*Instructions to follow*:
Every entry should be returned unchanged, with the pictures omitted.

___ Data shown ___

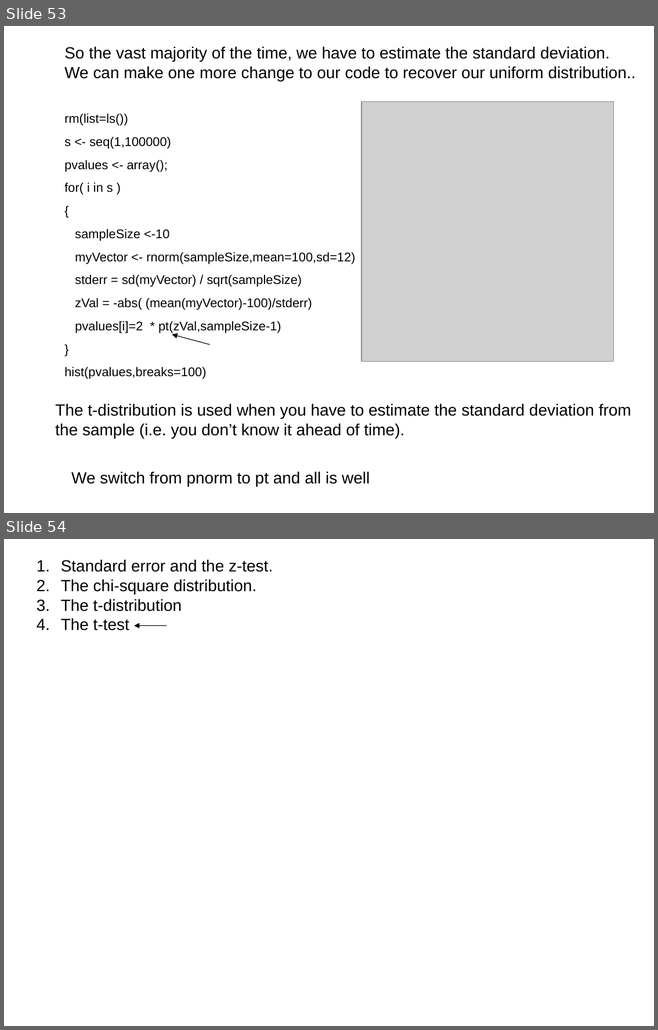
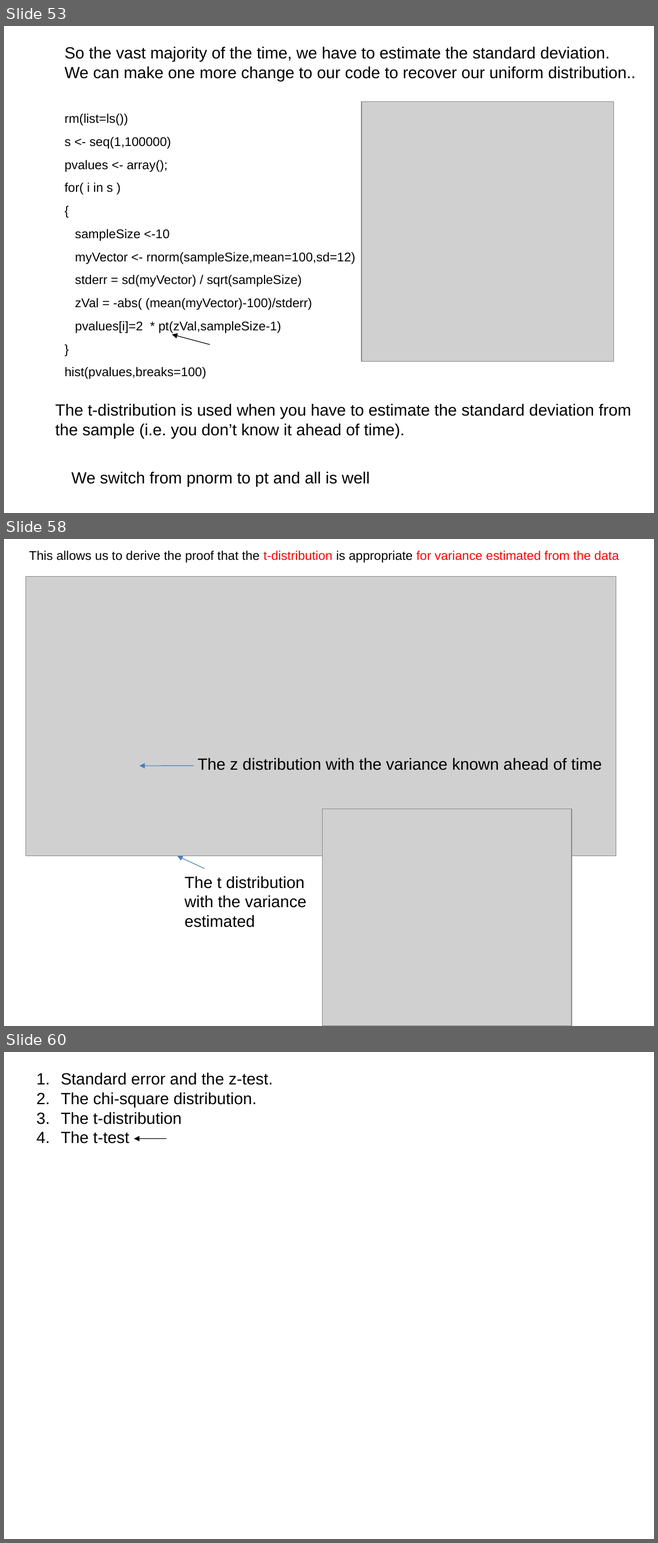
Before and after one commit to afodor/afodor.github.io, a slide deck: classes/stats2017/Lecture12.ppt. Shown one above the other, each under a label of ours: slides 53 and 54 before the commit, slides 53, 58 and 60 after it; the slides between them are not shown. The pictures are 658x1030 and 658x1543 pixels, drawn with LibreOffice and Linux fonts; fonts in the diff are those of the drawing; grey boxes stand for pictures. Boxes give left, top, right and bottom in pixels: in the first picture for what was removed or moved away, otherwise in the second. Text is boxed around its words. In the diff, an @@ line names an element or a change of style, - is before the commit and + after.

Commit message:
more detailed demonstration of why the t-distribution works for estimating variance

```diff
--- a/classes/stats2017/Lecture12.ppt
+++ b/classes/stats2017/Lecture12.ppt
@@ slide 58 added at box(4, 539, 654, 1026), background #FFFFFF @@
@@ text added at box(29, 551, 618, 563), 14 pt, text #000000 @@
+This allows us to derive the proof that the t-distribution is appropriate for variance estimated from the data
@@ picture added at box(25, 576, 615, 856) @@
@@ text added at box(198, 758, 601, 770), 18 pt, text #000000 @@
+The z distribution with the variance known ahead of time
@@ arrow added from (194, 766) to (139, 766), #4A7EBB 0.74 pt @@
@@ picture added at box(322, 809, 571, 1026) @@
@@ arrow added from (204, 869) to (177, 856), #4A7EBB 0.74 pt @@
@@ text added at box(184, 876, 306, 928), 18 pt, text #000000 @@
+The t distribution
+with the variance
+estimated
@@ what was slide 54 is now slide 60 @@
```
Also in this commit, not shown: 5 other slides added.
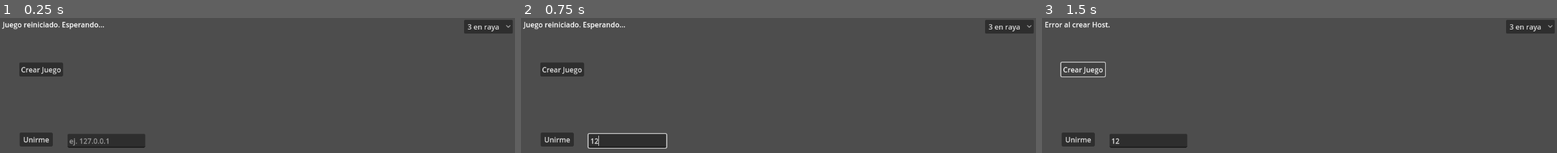
Above: before the commit, frames 1-3 (left to right).
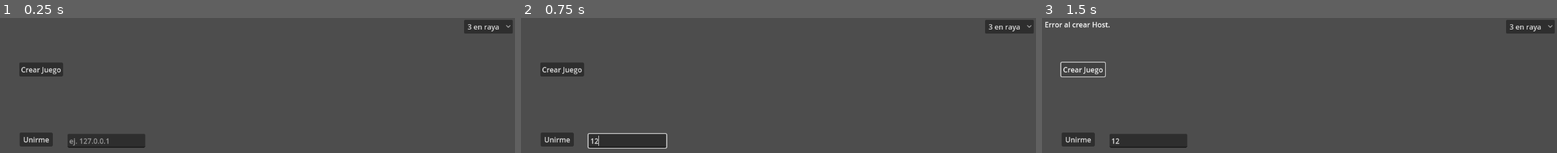
Above: after the commit, the same moments.

Repository: JesCorAvi/prototipo-3-en-raya-online
Game: Godot game, scene res://scenes/main.tscn
Two runs of this game, one before a commit and one after it. Both use one fixed random seed, a clock stepped at 60 frames per second and the inputs below.
Inputs (mouse positions are in pixels of both pictures, inside the frame that each line leads up to):
- Up to frame 1 (0.25 s): no input
- Up to frame 2 (0.75 s): click (629, 140) at 0.52 s; type "12" at 0.6 s
- Up to frame 3 (1.5 s): click "Crear Juego" at 1.25 s

The runs differ from the first frame. In frame 1, 0.5% of the frame differs, in the area x 0-21%, y 2-9%; in frame 2, 0.5%; in frame 3, nothing differs.

Commit message:
acabado por ahora

Diff:
--- a/scenes/main.tscn
+++ b/scenes/main.tscn
@@ -53,6 +53,7 @@
 layout_mode = 2
 
 [node name="Conecta4" type="GridContainer" parent="."]
+visible = false
 offset_left = 323.99997
 offset_top = 103.99999
 offset_right = 427.99997
--- a/scripts/Main.gd
+++ b/scripts/Main.gd
@@ -85,11 +85,6 @@
 	# Generar cuadrícula de Conecta 4
 	_generate_connect4_grid()
 
-	# Inicializar UI
-	grid_ttt.hide()
-	grid_c4.hide()
-	result_label.hide()
-
 	# Inicializar grupos de piezas originales
 	for child in piece_container.get_children():
 		if child is RigidBody2D:
@@ -100,9 +95,19 @@
 	# OCULTAR PIEZAS EN EL MENÚ INICIAL
 	set_pieces_visible(false)
 
-	# Iniciar en modo por defecto
-	set_game_mode(GameType.TIC_TAC_TOE)
-
+	# Iniciar variables internas del modo por defecto (SIN tocar visuales aún)
+	current_game_type = GameType.TIC_TAC_TOE
+	current_cols = TTT_COLS
+	current_rows = TTT_ROWS
+	current_win_len = TTT_WIN_LEN
+	current_piece_size = PIECE_SIZE_TTT
+	_update_cell_nodes_reference(grid_ttt)
+
+	# --- CORRECCIÓN FINAL: Forzar ocultación explícita al final del ready ---
+	grid_ttt.hide()
+	grid_c4.hide()
+	result_label.hide()
+	# ----------------------------------------------------------------------
 func _process(_delta):
 	if multiplayer.has_multiplayer_peer() and is_game_active:
 		var mouse_pos = get_viewport().get_mouse_position()
@@ -146,14 +151,22 @@
 func set_game_mode(mode_id: int):
 	current_game_type = mode_id
 
+	# Esta variable determina si debemos tocar la visibilidad de los tableros.
+	# Es TRUE solo si estamos jugando (is_game_active) O si estamos conectados esperando (Lobby).
+	# Es FALSE en el menú inicial, por lo que respeta que los tableros estén ocultos.
+	var should_update_visuals = is_game_active or multiplayer.has_multiplayer_peer()
+
 	if current_game_type == GameType.TIC_TAC_TOE:
 		current_cols = TTT_COLS
 		current_rows = TTT_ROWS
 		current_win_len = TTT_WIN_LEN
 		current_piece_size = PIECE_SIZE_TTT
-		if is_game_active:
+
+		# Solo modificamos la visibilidad si estamos en una partida o lobby activo
+		if should_update_visuals:
 			grid_ttt.show()
 			grid_c4.hide()
+
 		_update_cell_nodes_reference(grid_ttt)
 
 	elif current_game_type == GameType.CONNECT_4:
@@ -161,9 +174,12 @@
 		current_rows = C4_ROWS
 		current_win_len = C4_WIN_LEN
 		current_piece_size = PIECE_SIZE_C4
-		if is_game_active:
+
+		# Solo modificamos la visibilidad si estamos en una partida o lobby activo
+		if should_update_visuals:
 			grid_ttt.hide()
 			grid_c4.show()
+
 		_update_cell_nodes_reference(grid_c4)
 
 	# Asegurar que el botón visual coincida con la realidad interna
@@ -172,7 +188,6 @@
 	# Si estamos conectados, reiniciamos el juego para aplicar cambios
 	if multiplayer.has_multiplayer_peer():
 		reset_game(multiplayer.has_multiplayer_peer())
-
 func _sync_option_button_ui():
 	for i in range(option_button.item_count):
 		if option_button.get_item_id(i) == current_game_type:
@@ -345,6 +360,11 @@
 	result_label.text = result_text
 	result_label.add_theme_color_override("font_color", color)
 	result_label.show()
+
+	grid_ttt.hide()
+	grid_c4.hide()
+	set_pieces_visible(false)
+
 	reset_timer.start()
 
 func _on_ResetTimer_timeout():

___

*Answer area*:
Before and after one commit to afodor/afodor.github.io, a slide deck: classes/stats2017/Lecture12.ppt. Shown one above the other, each under a label of ours: slides 53 and 54 before the commit, slides 53, 58 and 60 after it; the slides between them are not shown. The pictures are 658x1030 and 658x1543 pixels, drawn with LibreOffice and Linux fonts; fonts in the diff are those of the drawing; grey boxes stand for pictures. Boxes give left, top, right and bottom in pixels: in the first picture for what was removed or moved away, otherwise in the second. Text is boxed around its words. In the diff, an @@ line names an element or a change of style, - is before the commit and + after.

Commit message:
more detailed demonstration of why the t-distribution works for estimating variance

```diff
--- a/classes/stats2017/Lecture12.ppt
+++ b/classes/stats2017/Lecture12.ppt
@@ slide 58 added at box(4, 539, 654, 1026), background #FFFFFF @@
@@ text added at box(29, 551, 618, 563), 14 pt, text #000000 @@
+This allows us to derive the proof that the t-distribution is appropriate for variance estimated from the data
@@ picture added at box(25, 576, 615, 856) @@
@@ text added at box(198, 758, 601, 770), 18 pt, text #000000 @@
+The z distribution with the variance known ahead of time
@@ arrow added from (194, 766) to (139, 766), #4A7EBB 0.74 pt @@
@@ picture added at box(322, 809, 571, 1026) @@
@@ arrow added from (204, 869) to (177, 856), #4A7EBB 0.74 pt @@
@@ text added at box(184, 876, 306, 928), 18 pt, text #000000 @@
+The t distribution
+with the variance
+estimated
@@ what was slide 54 is now slide 60 @@
```
Also in this commit, not shown: 5 other slides added.
Above: before the commit, frames 1-3 (left to right).
Above: after the commit, the same moments.

Repository: JesCorAvi/prototipo-3-en-raya-online
Game: Godot game, scene res://scenes/main.tscn
Two runs of this game, one before a commit and one after it. Both use one fixed random seed, a clock stepped at 60 frames per second and the inputs below.
Inputs (mouse positions are in pixels of both pictures, inside the frame that each line leads up to):
- Up to frame 1 (0.25 s): no input
- Up to frame 2 (0.75 s): click (629, 140) at 0.52 s; type "12" at 0.6 s
- Up to frame 3 (1.5 s): click "Crear Juego" at 1.25 s

The runs differ from the first frame. In frame 1, 0.5% of the frame differs, in the area x 0-21%, y 2-9%; in frame 2, 0.5%; in frame 3, nothing differs.

Commit message:
acabado por ahora

Diff:
--- a/scenes/main.tscn
+++ b/scenes/main.tscn
@@ -53,6 +53,7 @@
 layout_mode = 2
 
 [node name="Conecta4" type="GridContainer" parent="."]
+visible = false
 offset_left = 323.99997
 offset_top = 103.99999
 offset_right = 427.99997
--- a/scripts/Main.gd
+++ b/scripts/Main.gd
@@ -85,11 +85,6 @@
 	# Generar cuadrícula de Conecta 4
 	_generate_connect4_grid()
 
-	# Inicializar UI
-	grid_ttt.hide()
-	grid_c4.hide()
-	result_label.hide()
-
 	# Inicializar grupos de piezas originales
 	for child in piece_container.get_children():
 		if child is RigidBody2D:
@@ -100,9 +95,19 @@
 	# OCULTAR PIEZAS EN EL MENÚ INICIAL
 	set_pieces_visible(false)
 
-	# Iniciar en modo por defecto
-	set_game_mode(GameType.TIC_TAC_TOE)
-
+	# Iniciar variables internas del modo por defecto (SIN tocar visuales aún)
+	current_game_type = GameType.TIC_TAC_TOE
+	current_cols = TTT_COLS
+	current_rows = TTT_ROWS
+	current_win_len = TTT_WIN_LEN
+	current_piece_size = PIECE_SIZE_TTT
+	_update_cell_nodes_reference(grid_ttt)
+
+	# --- CORRECCIÓN FINAL: Forzar ocultación explícita al final del ready ---
+	grid_ttt.hide()
+	grid_c4.hide()
+	result_label.hide()
+	# ----------------------------------------------------------------------
 func _process(_delta):
 	if multiplayer.has_multiplayer_peer() and is_game_active:
 		var mouse_pos = get_viewport().get_mouse_position()
@@ -146,14 +151,22 @@
 func set_game_mode(mode_id: int):
 	current_game_type = mode_id
 
+	# Esta variable determina si debemos tocar la visibilidad de los tableros.
+	# Es TRUE solo si estamos jugando (is_game_active) O si estamos conectados esperando (Lobby).
+	# Es FALSE en el menú inicial, por lo que respeta que los tableros estén ocultos.
+	var should_update_visuals = is_game_active or multiplayer.has_multiplayer_peer()
+
 	if current_game_type == GameType.TIC_TAC_TOE:
 		current_cols = TTT_COLS
 		current_rows = TTT_ROWS
 		current_win_len = TTT_WIN_LEN
 		current_piece_size = PIECE_SIZE_TTT
-		if is_game_active:
+
+		# Solo modificamos la visibilidad si estamos en una partida o lobby activo
+		if should_update_visuals:
 			grid_ttt.show()
 			grid_c4.hide()
+
 		_update_cell_nodes_reference(grid_ttt)
 
 	elif current_game_type == GameType.CONNECT_4:
@@ -161,9 +174,12 @@
 		current_rows = C4_ROWS
 		current_win_len = C4_WIN_LEN
 		current_piece_size = PIECE_SIZE_C4
-		if is_game_active:
+
+		# Solo modificamos la visibilidad si estamos en una partida o lobby activo
+		if should_update_visuals:
 			grid_ttt.hide()
 			grid_c4.show()
+
 		_update_cell_nodes_reference(grid_c4)
 
 	# Asegurar que el botón visual coincida con la realidad interna
@@ -172,7 +188,6 @@
 	# Si estamos conectados, reiniciamos el juego para aplicar cambios
 	if multiplayer.has_multiplayer_peer():
 		reset_game(multiplayer.has_multiplayer_peer())
-
 func _sync_option_button_ui():
 	for i in range(option_button.item_count):
 		if option_button.get_item_id(i) == current_game_type:
@@ -345,6 +360,11 @@
 	result_label.text = result_text
 	result_label.add_theme_color_override("font_color", color)
 	result_label.show()
+
+	grid_ttt.hide()
+	grid_c4.hide()
+	set_pieces_visible(false)
+
 	reset_timer.start()
 
 func _on_ResetTimer_timeout():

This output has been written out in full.